-- INPUT DATA follows --
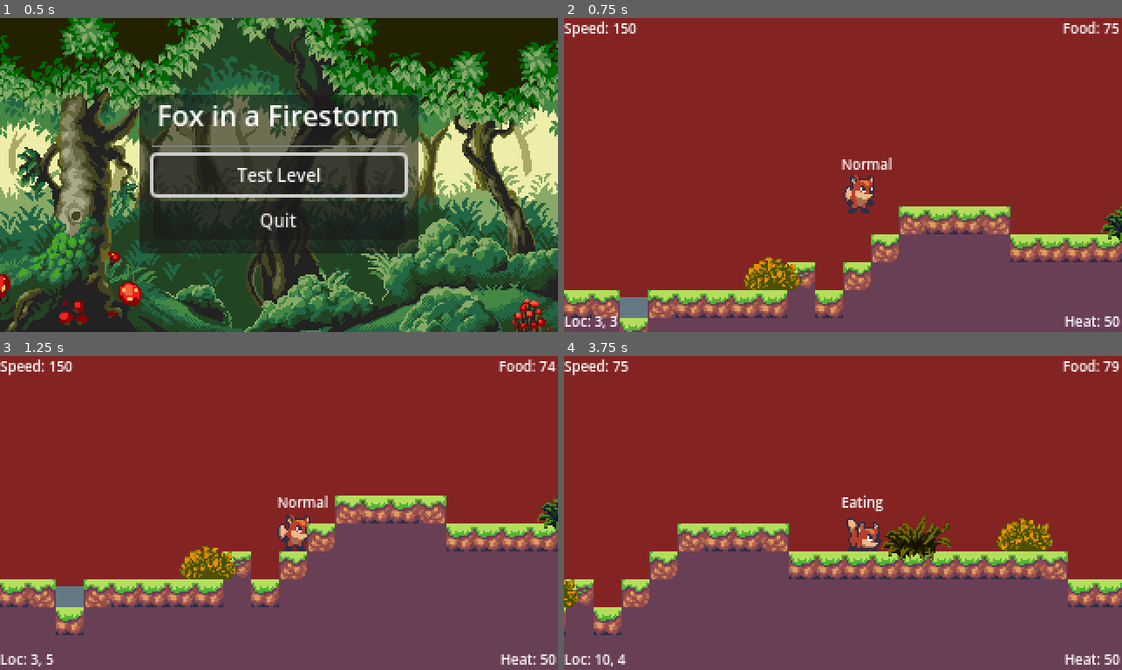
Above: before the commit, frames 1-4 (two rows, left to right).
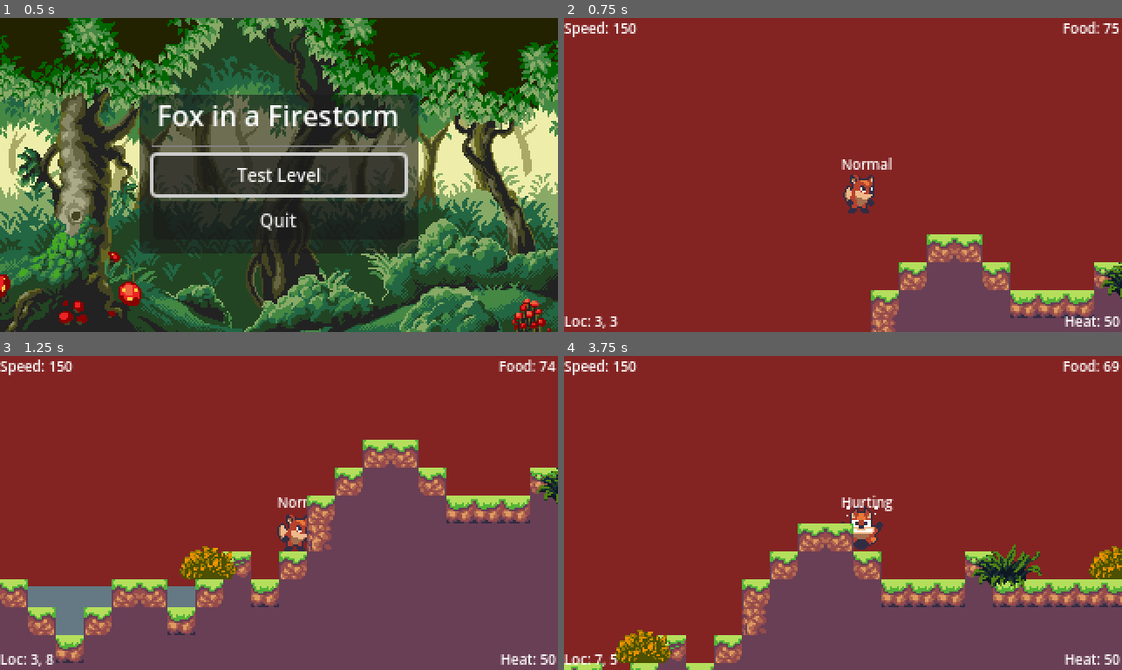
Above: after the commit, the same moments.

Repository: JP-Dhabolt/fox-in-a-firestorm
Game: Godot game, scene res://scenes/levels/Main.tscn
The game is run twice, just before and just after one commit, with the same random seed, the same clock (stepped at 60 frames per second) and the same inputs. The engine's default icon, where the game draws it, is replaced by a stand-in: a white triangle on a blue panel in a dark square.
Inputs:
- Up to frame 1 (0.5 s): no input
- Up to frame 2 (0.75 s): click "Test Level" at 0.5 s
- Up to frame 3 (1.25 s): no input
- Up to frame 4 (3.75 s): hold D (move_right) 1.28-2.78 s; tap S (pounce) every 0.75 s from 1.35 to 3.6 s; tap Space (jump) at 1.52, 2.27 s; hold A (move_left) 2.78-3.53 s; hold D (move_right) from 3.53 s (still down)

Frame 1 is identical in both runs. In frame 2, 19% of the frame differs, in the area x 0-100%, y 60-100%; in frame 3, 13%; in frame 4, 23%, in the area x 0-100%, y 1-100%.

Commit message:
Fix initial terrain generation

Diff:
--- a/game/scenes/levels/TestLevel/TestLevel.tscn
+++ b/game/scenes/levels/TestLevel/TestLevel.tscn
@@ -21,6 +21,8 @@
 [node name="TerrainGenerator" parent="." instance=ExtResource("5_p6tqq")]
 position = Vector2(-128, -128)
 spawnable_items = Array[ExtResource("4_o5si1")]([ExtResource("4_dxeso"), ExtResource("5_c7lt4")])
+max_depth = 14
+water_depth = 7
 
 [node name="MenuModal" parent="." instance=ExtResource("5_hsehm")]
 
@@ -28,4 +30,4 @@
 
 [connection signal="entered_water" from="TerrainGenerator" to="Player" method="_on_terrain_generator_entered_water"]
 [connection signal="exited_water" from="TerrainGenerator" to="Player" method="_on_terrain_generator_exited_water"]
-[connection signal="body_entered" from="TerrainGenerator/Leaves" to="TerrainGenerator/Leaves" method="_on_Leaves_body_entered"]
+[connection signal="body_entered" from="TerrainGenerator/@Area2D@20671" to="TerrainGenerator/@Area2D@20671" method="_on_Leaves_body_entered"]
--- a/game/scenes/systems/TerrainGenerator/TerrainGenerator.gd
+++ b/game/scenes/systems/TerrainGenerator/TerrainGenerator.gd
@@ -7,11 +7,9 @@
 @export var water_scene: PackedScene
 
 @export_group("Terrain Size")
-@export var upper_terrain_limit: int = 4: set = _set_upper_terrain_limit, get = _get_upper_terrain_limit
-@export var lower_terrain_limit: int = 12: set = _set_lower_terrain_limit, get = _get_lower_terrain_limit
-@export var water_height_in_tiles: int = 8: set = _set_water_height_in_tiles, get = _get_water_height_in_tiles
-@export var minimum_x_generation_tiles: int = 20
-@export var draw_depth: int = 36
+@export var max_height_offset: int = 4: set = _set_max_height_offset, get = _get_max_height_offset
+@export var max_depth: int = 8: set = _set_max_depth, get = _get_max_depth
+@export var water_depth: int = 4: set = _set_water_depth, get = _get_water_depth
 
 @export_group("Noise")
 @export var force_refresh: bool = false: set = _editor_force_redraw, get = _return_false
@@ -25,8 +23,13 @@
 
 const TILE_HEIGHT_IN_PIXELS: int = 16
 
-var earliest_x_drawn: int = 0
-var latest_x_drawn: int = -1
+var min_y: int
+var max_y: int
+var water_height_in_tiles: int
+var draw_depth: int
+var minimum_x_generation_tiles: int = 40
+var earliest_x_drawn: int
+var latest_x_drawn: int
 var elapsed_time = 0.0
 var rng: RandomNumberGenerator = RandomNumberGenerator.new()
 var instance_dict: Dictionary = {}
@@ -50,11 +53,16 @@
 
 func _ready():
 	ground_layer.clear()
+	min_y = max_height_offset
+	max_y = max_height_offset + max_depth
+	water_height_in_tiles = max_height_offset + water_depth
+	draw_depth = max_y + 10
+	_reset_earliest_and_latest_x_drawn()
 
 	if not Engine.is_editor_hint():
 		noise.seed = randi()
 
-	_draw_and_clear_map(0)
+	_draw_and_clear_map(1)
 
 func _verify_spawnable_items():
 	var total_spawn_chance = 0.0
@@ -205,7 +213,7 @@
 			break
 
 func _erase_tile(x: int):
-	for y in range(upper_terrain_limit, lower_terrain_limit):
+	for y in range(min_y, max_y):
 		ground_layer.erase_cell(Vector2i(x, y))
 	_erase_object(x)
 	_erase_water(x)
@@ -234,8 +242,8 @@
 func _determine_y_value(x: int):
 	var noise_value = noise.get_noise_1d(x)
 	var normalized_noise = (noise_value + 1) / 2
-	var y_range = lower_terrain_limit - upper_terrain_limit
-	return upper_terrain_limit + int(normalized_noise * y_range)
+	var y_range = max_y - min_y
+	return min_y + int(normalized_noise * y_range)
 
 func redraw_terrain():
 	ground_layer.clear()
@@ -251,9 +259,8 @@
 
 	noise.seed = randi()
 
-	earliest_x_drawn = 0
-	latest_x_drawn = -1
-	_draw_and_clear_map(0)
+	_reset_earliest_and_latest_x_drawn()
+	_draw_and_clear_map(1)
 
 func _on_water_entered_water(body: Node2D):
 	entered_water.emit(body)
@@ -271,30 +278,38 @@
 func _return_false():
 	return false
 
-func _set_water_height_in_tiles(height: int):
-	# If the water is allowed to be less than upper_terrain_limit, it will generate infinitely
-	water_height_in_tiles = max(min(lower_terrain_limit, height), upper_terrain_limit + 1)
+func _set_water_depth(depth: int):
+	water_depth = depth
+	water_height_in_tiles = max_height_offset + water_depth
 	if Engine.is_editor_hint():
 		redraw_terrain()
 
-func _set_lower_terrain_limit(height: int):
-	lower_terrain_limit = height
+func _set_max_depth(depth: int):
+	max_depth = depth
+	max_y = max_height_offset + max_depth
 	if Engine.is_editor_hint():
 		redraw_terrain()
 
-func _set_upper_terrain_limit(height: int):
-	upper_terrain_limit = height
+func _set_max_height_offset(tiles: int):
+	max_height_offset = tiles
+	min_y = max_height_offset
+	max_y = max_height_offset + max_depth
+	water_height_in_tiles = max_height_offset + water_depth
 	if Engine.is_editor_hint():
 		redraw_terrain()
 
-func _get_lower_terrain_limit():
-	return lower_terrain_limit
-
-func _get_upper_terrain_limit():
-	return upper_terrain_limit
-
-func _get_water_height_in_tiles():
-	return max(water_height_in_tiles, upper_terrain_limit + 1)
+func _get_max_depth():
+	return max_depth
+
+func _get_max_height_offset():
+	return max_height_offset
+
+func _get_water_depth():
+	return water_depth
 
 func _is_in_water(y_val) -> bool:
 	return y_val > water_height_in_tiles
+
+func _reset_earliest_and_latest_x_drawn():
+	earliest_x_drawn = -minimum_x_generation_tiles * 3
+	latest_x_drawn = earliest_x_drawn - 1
-- INPUT DATA concluded --
-- INPUT DATA follows --
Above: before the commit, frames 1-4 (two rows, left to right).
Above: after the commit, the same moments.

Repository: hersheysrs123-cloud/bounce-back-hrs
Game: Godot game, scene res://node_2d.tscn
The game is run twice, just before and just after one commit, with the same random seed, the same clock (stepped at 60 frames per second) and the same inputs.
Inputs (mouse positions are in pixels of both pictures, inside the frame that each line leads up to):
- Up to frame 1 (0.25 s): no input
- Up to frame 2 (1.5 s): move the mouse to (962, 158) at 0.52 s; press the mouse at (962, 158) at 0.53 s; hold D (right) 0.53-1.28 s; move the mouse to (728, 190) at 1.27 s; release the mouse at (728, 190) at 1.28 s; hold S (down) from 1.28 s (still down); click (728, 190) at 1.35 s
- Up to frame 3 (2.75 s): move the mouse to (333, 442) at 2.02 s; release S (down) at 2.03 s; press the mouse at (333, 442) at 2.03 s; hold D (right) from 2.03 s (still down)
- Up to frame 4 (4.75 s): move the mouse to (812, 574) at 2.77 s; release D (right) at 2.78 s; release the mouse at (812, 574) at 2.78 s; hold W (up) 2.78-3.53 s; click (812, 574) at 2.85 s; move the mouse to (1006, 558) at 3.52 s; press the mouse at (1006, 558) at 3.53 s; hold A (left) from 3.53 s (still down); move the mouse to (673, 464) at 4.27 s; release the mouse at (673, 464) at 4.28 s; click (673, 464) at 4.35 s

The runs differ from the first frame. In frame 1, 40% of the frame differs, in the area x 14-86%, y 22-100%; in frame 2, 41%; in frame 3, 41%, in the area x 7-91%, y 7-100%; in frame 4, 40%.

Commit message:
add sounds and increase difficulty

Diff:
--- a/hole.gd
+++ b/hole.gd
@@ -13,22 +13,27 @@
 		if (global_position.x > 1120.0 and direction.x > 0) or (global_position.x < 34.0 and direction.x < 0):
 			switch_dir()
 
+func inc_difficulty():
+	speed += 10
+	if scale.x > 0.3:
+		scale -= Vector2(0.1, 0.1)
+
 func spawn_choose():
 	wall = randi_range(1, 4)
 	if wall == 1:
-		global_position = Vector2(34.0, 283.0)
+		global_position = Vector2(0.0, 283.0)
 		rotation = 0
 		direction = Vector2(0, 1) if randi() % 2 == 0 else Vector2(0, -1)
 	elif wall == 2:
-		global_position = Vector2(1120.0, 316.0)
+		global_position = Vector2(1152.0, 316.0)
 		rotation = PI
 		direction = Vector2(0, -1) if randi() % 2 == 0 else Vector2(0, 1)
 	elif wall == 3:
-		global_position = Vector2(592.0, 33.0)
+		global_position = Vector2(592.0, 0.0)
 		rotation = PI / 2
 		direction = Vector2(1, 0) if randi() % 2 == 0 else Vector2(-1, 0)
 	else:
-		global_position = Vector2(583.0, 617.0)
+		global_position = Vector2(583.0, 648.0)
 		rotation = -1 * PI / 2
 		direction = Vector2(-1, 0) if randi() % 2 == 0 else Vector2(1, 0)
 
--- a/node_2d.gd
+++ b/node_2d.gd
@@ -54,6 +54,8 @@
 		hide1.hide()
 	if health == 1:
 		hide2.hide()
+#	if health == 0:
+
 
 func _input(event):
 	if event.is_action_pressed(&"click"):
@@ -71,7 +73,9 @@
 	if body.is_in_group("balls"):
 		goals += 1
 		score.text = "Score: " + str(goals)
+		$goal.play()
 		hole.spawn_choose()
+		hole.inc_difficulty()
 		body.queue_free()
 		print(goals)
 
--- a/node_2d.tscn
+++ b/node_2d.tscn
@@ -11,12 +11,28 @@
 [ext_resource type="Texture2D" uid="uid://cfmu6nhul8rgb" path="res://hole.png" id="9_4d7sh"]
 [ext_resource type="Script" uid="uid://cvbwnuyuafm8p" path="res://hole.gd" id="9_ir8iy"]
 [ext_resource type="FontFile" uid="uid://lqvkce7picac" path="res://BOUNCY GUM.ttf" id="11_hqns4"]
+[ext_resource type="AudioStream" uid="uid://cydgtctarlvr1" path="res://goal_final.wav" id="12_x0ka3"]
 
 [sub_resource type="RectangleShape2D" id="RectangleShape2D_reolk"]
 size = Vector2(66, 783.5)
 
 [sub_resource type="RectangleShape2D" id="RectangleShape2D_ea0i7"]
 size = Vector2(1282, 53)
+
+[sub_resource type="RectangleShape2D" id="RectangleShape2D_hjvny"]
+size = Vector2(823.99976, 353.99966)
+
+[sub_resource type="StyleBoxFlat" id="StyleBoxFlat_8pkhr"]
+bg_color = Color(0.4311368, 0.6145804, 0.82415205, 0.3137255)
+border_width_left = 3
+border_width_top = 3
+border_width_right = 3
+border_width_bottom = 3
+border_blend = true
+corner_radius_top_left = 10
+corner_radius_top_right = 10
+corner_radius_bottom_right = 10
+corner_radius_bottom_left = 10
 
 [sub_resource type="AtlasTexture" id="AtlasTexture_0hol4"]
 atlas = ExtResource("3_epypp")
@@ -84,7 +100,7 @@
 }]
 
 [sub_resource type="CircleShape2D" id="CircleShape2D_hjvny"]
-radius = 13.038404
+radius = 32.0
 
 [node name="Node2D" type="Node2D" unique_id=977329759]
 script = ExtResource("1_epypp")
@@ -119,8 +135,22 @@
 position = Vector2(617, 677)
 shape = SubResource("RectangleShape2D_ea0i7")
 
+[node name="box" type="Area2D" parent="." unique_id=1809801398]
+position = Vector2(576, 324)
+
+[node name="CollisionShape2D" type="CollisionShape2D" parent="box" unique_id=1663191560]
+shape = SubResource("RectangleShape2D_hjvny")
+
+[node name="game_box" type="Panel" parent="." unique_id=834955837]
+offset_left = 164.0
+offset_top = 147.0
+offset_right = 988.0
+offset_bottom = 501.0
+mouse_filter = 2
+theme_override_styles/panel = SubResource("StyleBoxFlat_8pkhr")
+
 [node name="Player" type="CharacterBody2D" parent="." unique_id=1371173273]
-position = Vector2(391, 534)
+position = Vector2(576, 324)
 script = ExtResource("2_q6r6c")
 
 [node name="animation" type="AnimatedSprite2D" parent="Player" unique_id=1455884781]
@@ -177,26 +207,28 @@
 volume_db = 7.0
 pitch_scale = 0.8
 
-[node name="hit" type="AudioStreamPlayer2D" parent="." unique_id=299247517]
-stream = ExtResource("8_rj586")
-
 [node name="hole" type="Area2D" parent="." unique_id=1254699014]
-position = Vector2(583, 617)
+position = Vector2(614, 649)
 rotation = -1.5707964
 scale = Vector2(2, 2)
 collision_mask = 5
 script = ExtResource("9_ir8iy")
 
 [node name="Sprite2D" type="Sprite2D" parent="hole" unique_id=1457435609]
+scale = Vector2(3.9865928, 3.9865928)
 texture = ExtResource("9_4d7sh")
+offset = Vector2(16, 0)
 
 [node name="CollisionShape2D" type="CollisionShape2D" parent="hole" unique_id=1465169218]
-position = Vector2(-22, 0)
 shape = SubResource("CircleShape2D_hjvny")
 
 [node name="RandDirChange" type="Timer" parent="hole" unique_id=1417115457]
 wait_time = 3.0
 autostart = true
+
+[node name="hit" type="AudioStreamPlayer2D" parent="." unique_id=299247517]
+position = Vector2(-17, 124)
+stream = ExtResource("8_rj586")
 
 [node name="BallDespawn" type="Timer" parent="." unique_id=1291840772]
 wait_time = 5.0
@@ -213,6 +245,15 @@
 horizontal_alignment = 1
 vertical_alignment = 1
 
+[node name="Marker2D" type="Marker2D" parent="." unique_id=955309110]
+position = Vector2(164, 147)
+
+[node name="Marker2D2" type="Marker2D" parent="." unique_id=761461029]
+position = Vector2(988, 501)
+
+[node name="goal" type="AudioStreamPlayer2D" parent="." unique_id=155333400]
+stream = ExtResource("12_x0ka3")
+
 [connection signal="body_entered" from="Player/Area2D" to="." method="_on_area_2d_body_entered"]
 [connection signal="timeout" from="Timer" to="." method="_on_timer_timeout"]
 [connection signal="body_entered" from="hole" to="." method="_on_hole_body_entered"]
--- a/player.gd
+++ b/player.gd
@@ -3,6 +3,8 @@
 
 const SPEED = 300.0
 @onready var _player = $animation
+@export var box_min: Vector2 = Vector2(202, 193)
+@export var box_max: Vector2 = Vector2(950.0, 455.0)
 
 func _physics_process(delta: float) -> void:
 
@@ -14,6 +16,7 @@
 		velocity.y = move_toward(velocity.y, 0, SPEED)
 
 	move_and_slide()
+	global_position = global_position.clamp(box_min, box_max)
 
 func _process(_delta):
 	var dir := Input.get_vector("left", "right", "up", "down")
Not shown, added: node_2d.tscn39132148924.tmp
-- INPUT DATA concluded --
PROBLEM DESCRIPTION
From the entries above, give again exactly the lines running from the line with "func _is_in_water(y_val) ->" to the line with "earliest_x_drawn - 1"; include both of those lines.

TASK SOLUTION
 func _is_in_water(y_val) -> bool:
 	return y_val > water_height_in_tiles
+
+func _reset_earliest_and_latest_x_drawn():
+	earliest_x_drawn = -minimum_x_generation_tiles * 3
+	latest_x_drawn = earliest_x_drawn - 1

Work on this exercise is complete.